----- Data supplied

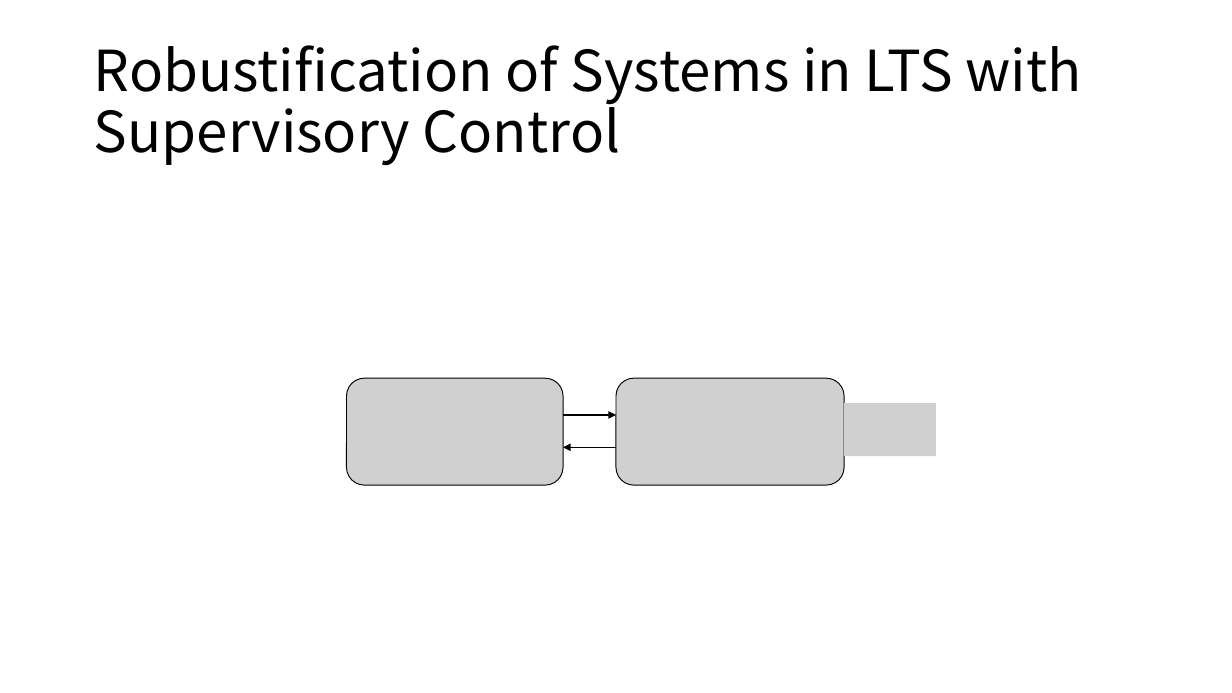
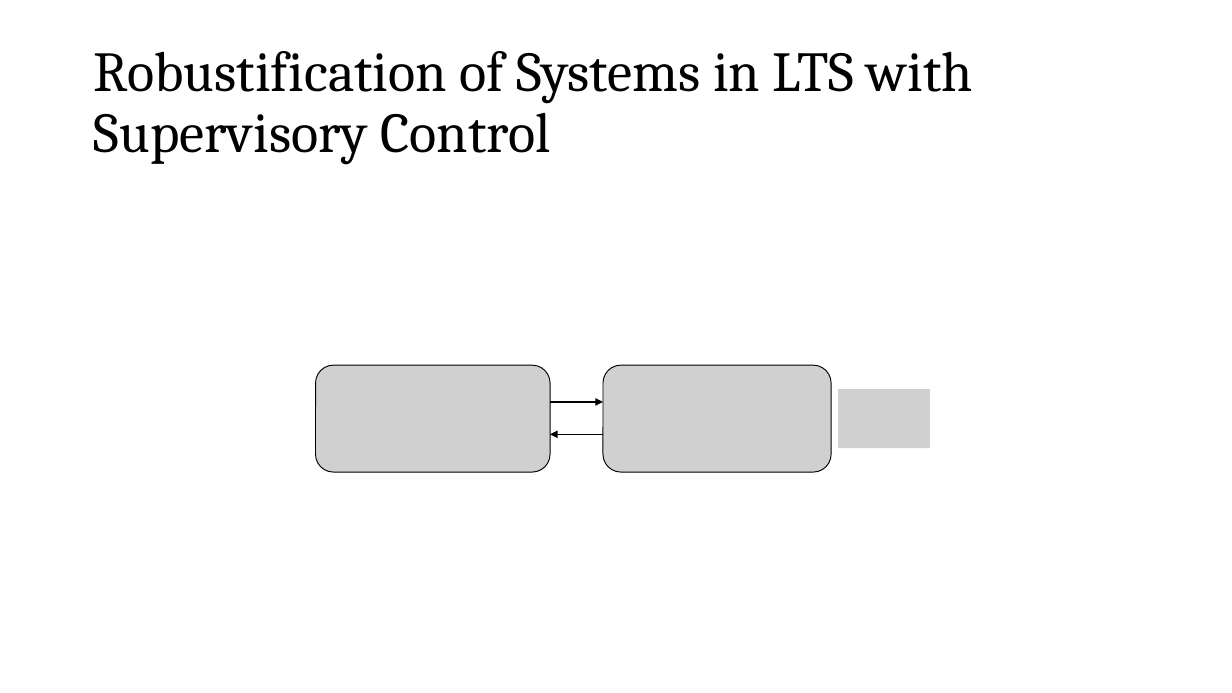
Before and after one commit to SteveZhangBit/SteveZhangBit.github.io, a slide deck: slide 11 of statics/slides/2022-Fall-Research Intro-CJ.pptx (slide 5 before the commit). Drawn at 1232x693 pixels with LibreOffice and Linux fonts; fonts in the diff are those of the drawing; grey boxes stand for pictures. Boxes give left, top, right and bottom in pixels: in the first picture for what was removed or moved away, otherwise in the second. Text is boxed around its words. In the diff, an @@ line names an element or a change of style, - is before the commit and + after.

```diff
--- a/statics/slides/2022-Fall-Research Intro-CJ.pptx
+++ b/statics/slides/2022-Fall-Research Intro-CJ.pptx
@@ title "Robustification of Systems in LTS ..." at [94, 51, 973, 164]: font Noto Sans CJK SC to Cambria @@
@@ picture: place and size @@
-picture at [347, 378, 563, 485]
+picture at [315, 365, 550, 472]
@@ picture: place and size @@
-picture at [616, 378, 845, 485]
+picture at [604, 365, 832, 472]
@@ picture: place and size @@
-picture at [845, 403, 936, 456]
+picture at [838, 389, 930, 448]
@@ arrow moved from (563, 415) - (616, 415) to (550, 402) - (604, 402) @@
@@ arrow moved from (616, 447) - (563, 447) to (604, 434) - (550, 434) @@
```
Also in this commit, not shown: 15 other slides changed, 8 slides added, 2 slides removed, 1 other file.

----------

Exercise description –
Filter the entries and copy each line with "arrow".

Solution for this task –
@@ arrow moved from (563, 415) - (616, 415) to (550, 402) - (604, 402) @@
@@ arrow moved from (616, 447) - (563, 447) to (604, 434) - (550, 434) @@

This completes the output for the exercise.